(Record excerpts)

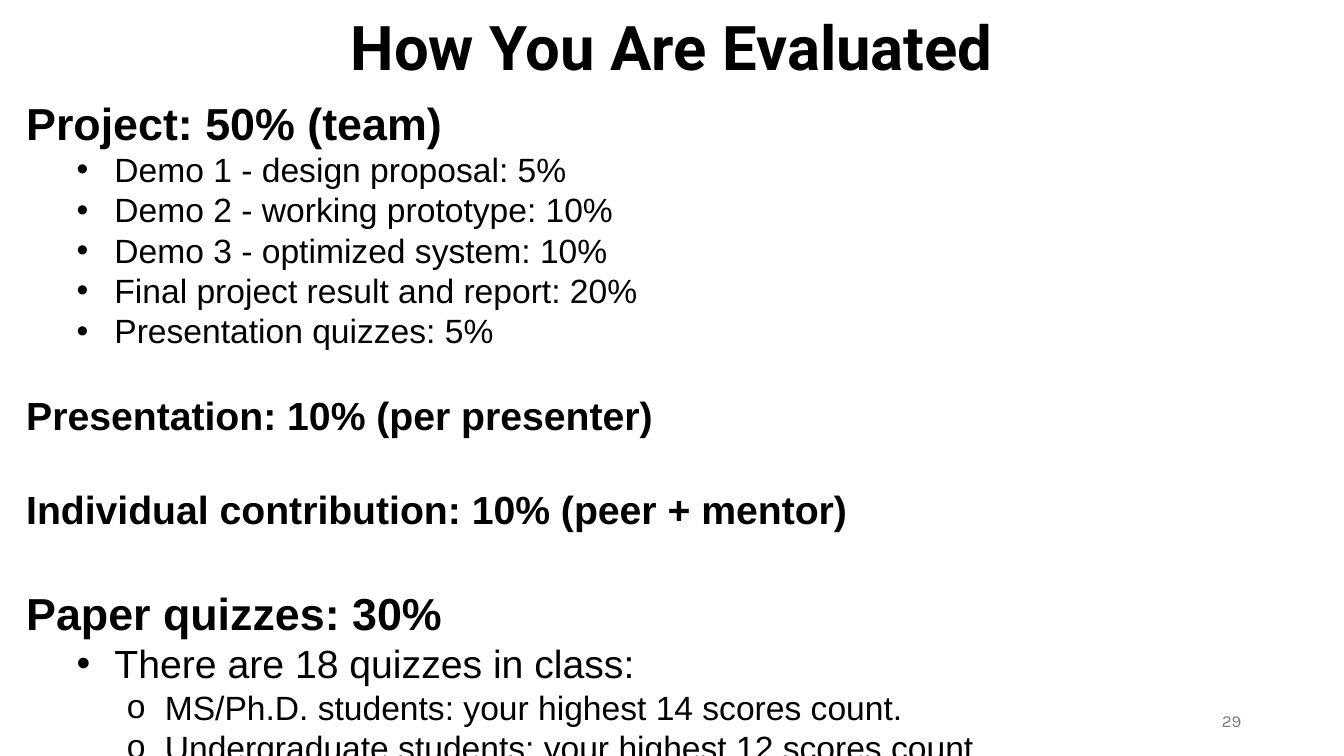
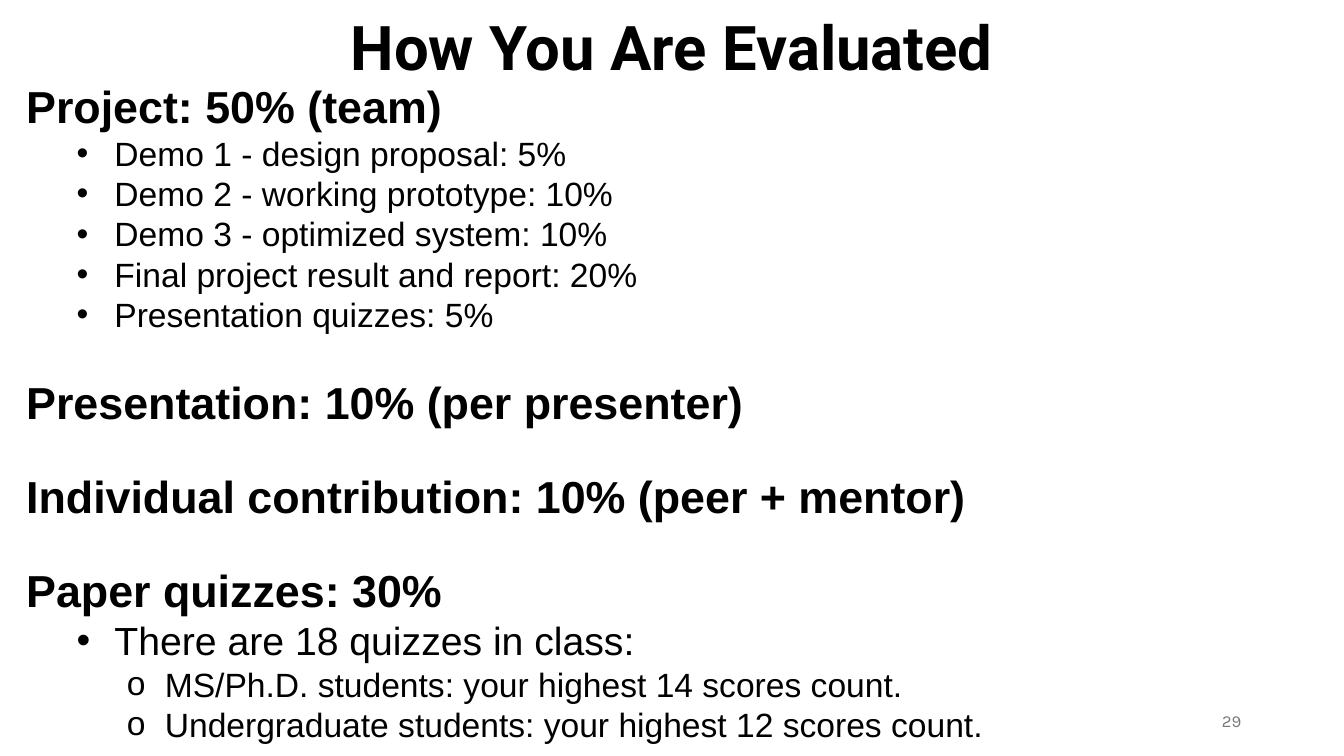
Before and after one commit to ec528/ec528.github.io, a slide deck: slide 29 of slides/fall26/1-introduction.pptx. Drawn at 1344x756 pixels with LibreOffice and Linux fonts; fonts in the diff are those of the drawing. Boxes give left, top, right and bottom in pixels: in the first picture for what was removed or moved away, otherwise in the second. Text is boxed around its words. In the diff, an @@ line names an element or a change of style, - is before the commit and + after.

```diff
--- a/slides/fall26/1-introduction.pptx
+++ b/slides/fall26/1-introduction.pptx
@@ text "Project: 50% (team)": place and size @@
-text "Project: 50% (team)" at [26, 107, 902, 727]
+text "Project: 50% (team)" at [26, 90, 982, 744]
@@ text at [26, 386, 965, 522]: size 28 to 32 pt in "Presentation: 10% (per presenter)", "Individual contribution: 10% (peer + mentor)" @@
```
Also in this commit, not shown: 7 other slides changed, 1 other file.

(End Record excerpts)

(Work instruction) Repeat each entry above word for word, leaving every picture out.

(Result)
Before and after one commit to ec528/ec528.github.io, a slide deck: slide 29 of slides/fall26/1-introduction.pptx. Drawn at 1344x756 pixels with LibreOffice and Linux fonts; fonts in the diff are those of the drawing. Boxes give left, top, right and bottom in pixels: in the first picture for what was removed or moved away, otherwise in the second. Text is boxed around its words. In the diff, an @@ line names an element or a change of style, - is before the commit and + after.

```diff
--- a/slides/fall26/1-introduction.pptx
+++ b/slides/fall26/1-introduction.pptx
@@ text "Project: 50% (team)": place and size @@
-text "Project: 50% (team)" at [26, 107, 902, 727]
+text "Project: 50% (team)" at [26, 90, 982, 744]
@@ text at [26, 386, 965, 522]: size 28 to 32 pt in "Presentation: 10% (per presenter)", "Individual contribution: 10% (peer + mentor)" @@
```
Also in this commit, not shown: 7 other slides changed, 1 other file.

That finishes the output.